Aim of the task: Return all lines below containing the word "func".

Information supplied:
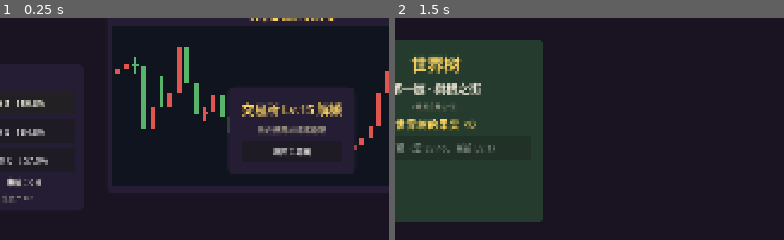
Above: before the commit, frames 1-2 (left to right).
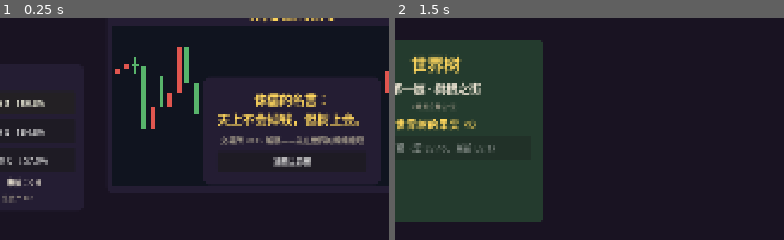
Above: after the commit, the same moments.

Repository: MengUkal/--Idle-simulation-management-self-test
Game: Godot game, scene res://scenes/market/market.tscn
The game is run twice, just before and just after one commit, with the same random seed, the same clock (stepped at 60 frames per second) and the same inputs. This scene is started directly instead of the project's main scene.
Inputs:
- Up to frame 1 (0.25 s): no input
- Up to frame 2 (1.5 s): click "返回主界面" at 0.5 s; click "返回主界面" at 1.25 s
The pictures show only the part of the screen within x 13-63%, y 24-74%; the shares and areas given below are measured in that part.

The runs differ from the first frame. In frame 1, 5.6% of the frame differs, in the area x 52-98%, y 33-68%; in frame 2, nothing differs.

Commit message:
世界观文案实装：登层签证toast/侏儒名言锁定面板/重生确认弹窗（测试全绿）

Diff:
--- a/scenes/main/main.gd
+++ b/scenes/main/main.gd
@@ -100,8 +100,8 @@
 	_refresh_buttons()
 
 
-func _on_floor_unlocked(req_level: int) -> void:
-	_show_toast("祝福降临！等级已达 Lv.%d，第二层解锁" % req_level)
+func _on_floor_unlocked(_req_level: int) -> void:
+	_show_toast("枝务厅通知：您的登层签证已下发。树的祝福随函附上——不用谢。")
 
 
 func _on_save_completed() -> void:
@@ -166,8 +166,8 @@
 	if not GameState.rebirth_ready():
 		return
 	var gained := GameState.pending_fruits()
-	_rebirth_info.text = "将获得世界树的果实 ×%d\n（此后每颗果实：挂机收入 +5%%、训练费用 -2%%）\n\n将失去：Lv.%d 的等级、全部吉尔、全部训练线\n（交易所持仓与行情保留）" % [
-		gained, GameState.level,
+	_rebirth_info.text = "你将失去：等级、吉尔、精华。\n你将保留：果实、持仓，以及记忆——\n毕竟挨过冬天的，都记性好。\n\n本次献上可得：世界树的果实 ×%d\n此后每颗果实：挂机收入 +5%%、训练费用 -2%%、攻击效果 +1%%\n（交易所持仓与行情保留）" % [
+		gained,
 	]
 	_rebirth_confirm.visible = true
 
--- a/scenes/market/market.gd
+++ b/scenes/market/market.gd
@@ -221,13 +221,13 @@
 	box.add_theme_constant_override("separation", 14)
 	panel.add_child(box)
 	var t := Label.new()
-	t.text = "交易所 Lv.%d 解锁" % Balance.MARKET_UNLOCK_LEVEL
+	t.text = "侏儒的名言：\n天上不会掉钱，但树上会。"
 	t.horizontal_alignment = HORIZONTAL_ALIGNMENT_CENTER
 	t.add_theme_font_size_override("font_size", 30)
 	t.add_theme_color_override("font_color", COL_GOLD)
 	box.add_child(t)
 	var s := Label.new()
-	s.text = "先在世界树练练级吧"
+	s.text = "交易所 Lv.%d 解锁——先在世界树练练级吧" % Balance.MARKET_UNLOCK_LEVEL
 	s.horizontal_alignment = HORIZONTAL_ALIGNMENT_CENTER
 	s.add_theme_font_size_override("font_size", 18)
 	s.add_theme_color_override("font_color", COL_DIM)
Not shown, changed: docs/世界观/世界观设定.md
Not shown, changed: docs/会话记录/20261010_worldview_kickoff.md
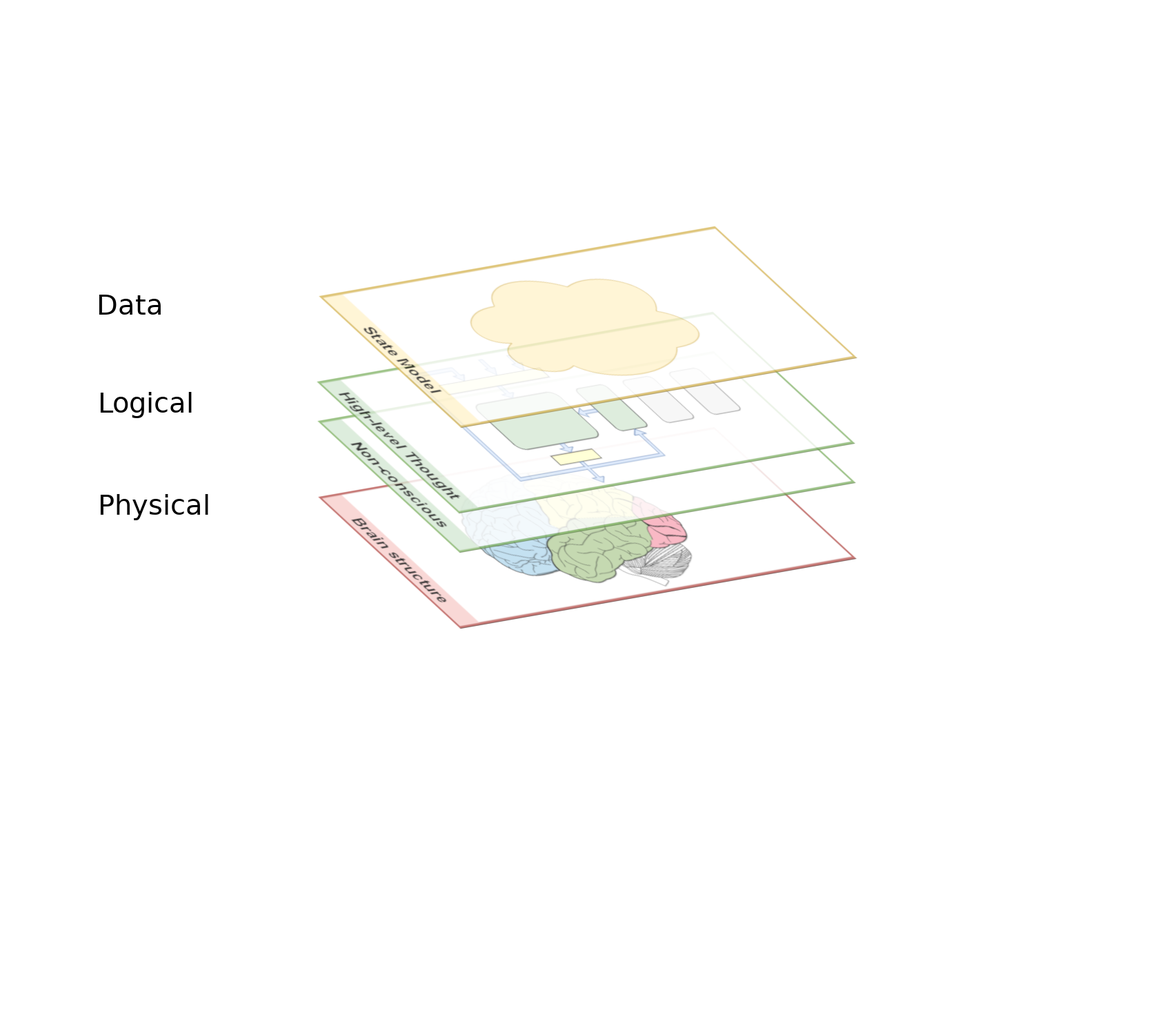
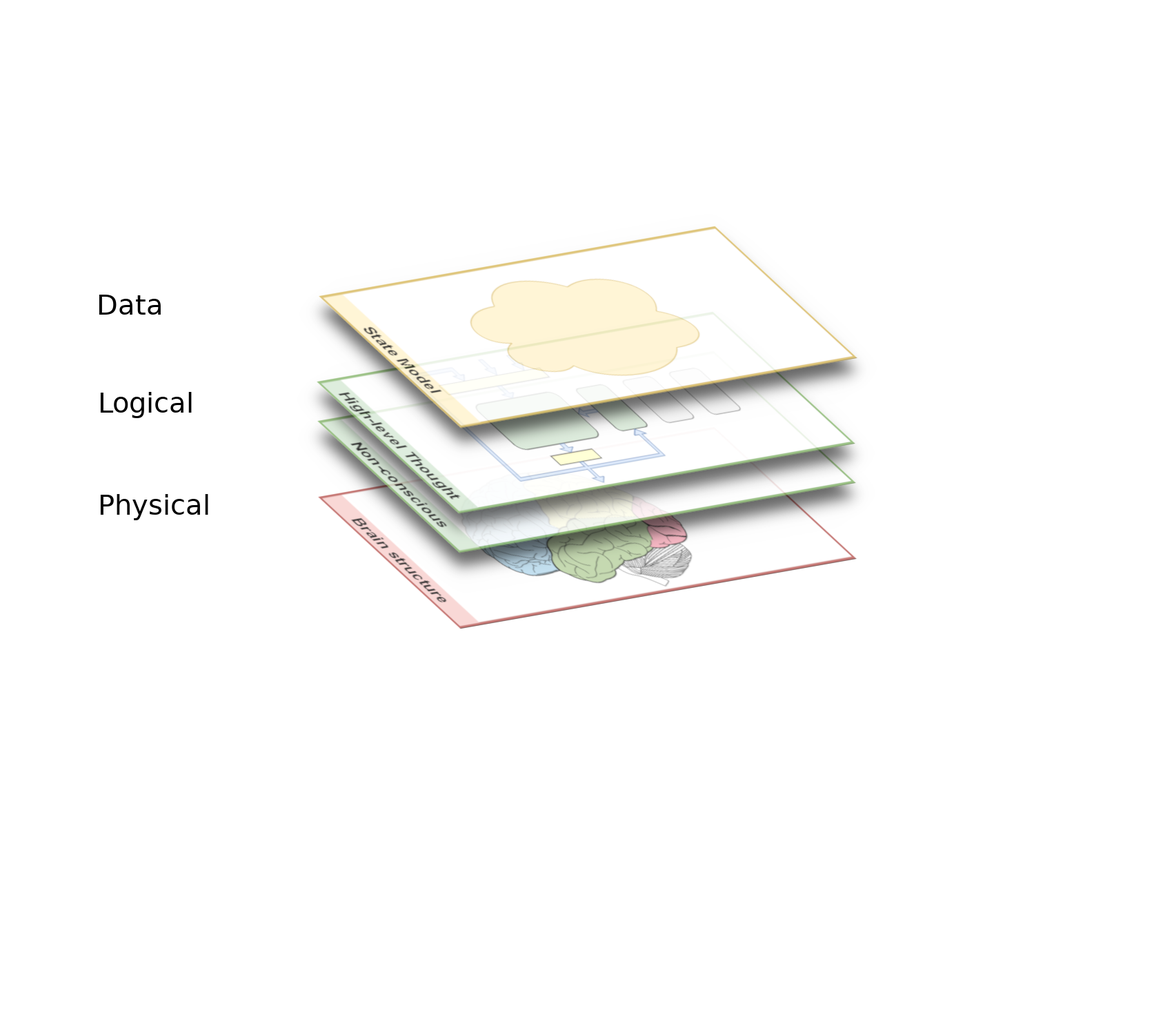
Layers edited between the first and the second (1174, 1035) image:
painted on "data" over [307, 226, 868, 468]
painted on "high-order" over [307, 299, 868, 554]
painted on "non-consc" over [307, 338, 868, 581]
hid "Background #1" over [307, 226, 868, 581]
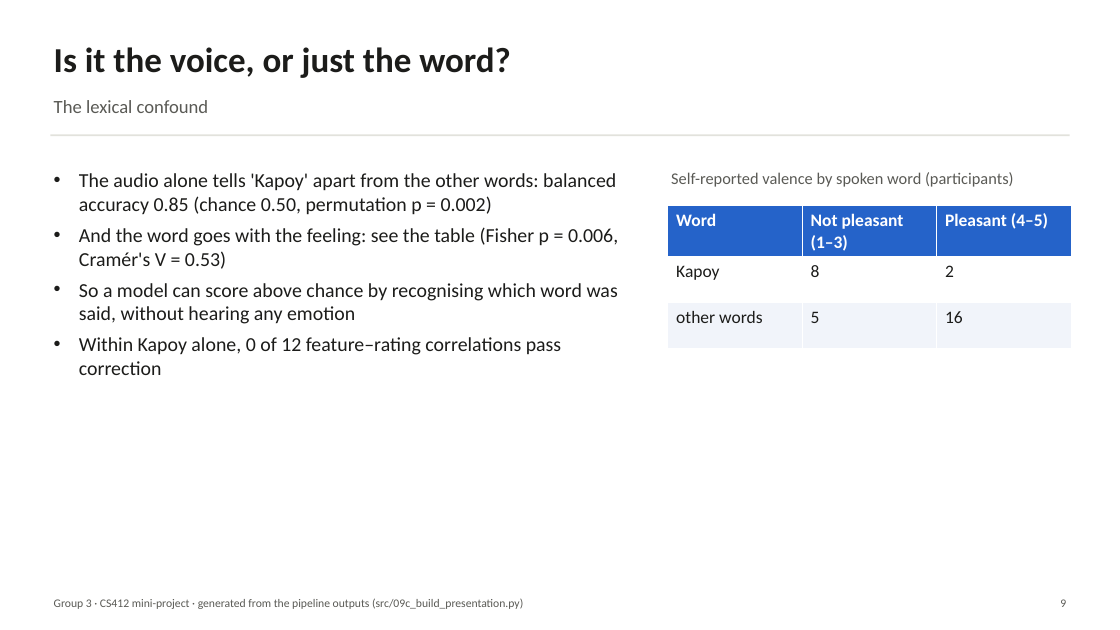
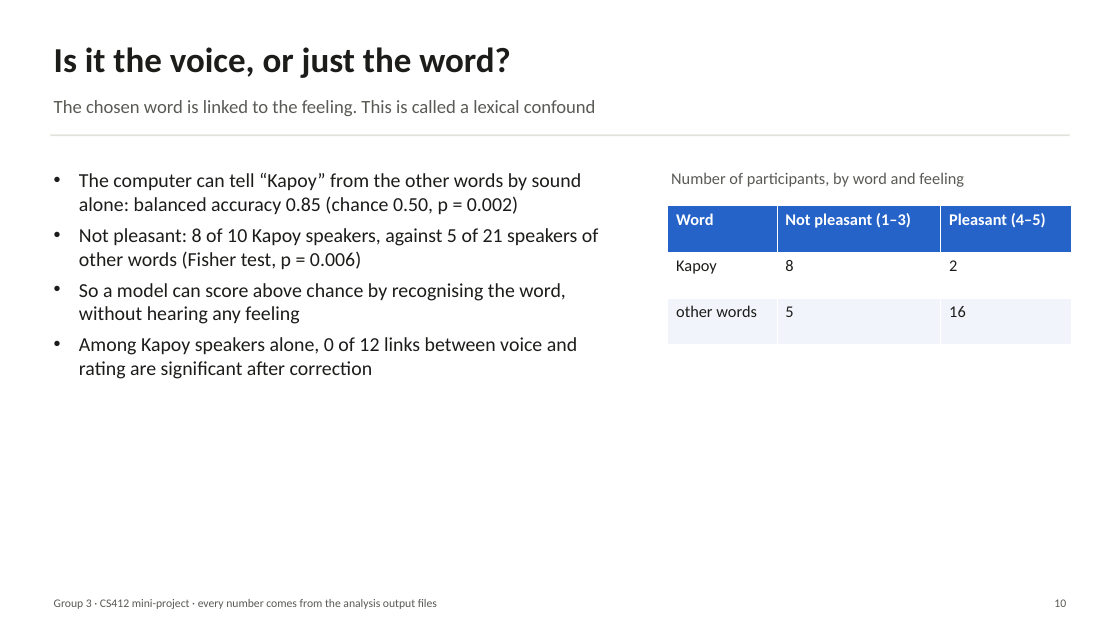
Before and after one commit to everyonehatesralph/AC_miniproject, a slide deck: slide 10 of reports/presentation/G3_results_presentation.pptx (slide 9 before the commit). Drawn at 1120x630 pixels with LibreOffice and Linux fonts; fonts in the diff are those of the drawing. Boxes give left, top, right and bottom in pixels: in the first picture for what was removed or moved away, otherwise in the second. Text is boxed around its words. In the diff, an @@ line names an element or a change of style, - is before the commit and + after.

```diff
--- a/reports/presentation/G3_results_presentation.pptx
+++ b/reports/presentation/G3_results_presentation.pptx
@@ text at (54, 100, 596, 116): text changed @@
-The lexical confound
+The chosen word is linked to the feeling. This is called a lexical confound
@@ text at (79, 173, 599, 379): text changed @@
-• The audio alone tells 'Kapoy' apart from the other words: balanced accuracy 0.85 (chance 0.50, permutation p = 0.002)
-• And the word goes with the feeling: see the table (Fisher p = 0.006, Cramér's V = 0.53)
-• So a model can score above chance by recognising which word was said, without hearing any emotion
-• Within Kapoy alone, 0 of 12 feature–rating correlations pass correction
+• The computer can tell “Kapoy” from the other words by sound alone: balanced accuracy 0.85 (chance 0.50, p = 0.002)
+• Not pleasant: 8 of 10 Kapoy speakers, against 5 of 21 speakers of other words (Fisher test, p = 0.006)
+• So a model can score above chance by recognising the word, without hearing any feeling
+• Among Kapoy speakers alone, 0 of 12 links between voice and rating are significant after correction
@@ text at (671, 172, 964, 187): text changed @@
-Self-reported valence by spoken word (participants)
+Number of participants, by word and feeling
@@ table at (668, 206, 1071, 344) @@
@@ size 15 to 14 pt @@
@@ text at (54, 599, 437, 609): text changed @@
-Group 3 · CS412 mini-project · generated from the pipeline outputs (src/09c_build_presentation.py)
+Group 3 · CS412 mini-project · every number comes from the analysis output files
@@ text at (1054, 599, 1066, 607): text changed @@
-9
+10
```
Also in this commit, not shown: 10 other slides changed, 2 slides added, 1 slide removed, 12 other files.

Solution:
-func _on_floor_unlocked(req_level: int) -> void:
+func _on_floor_unlocked(_req_level: int) -> void:
 func _on_save_completed() -> void:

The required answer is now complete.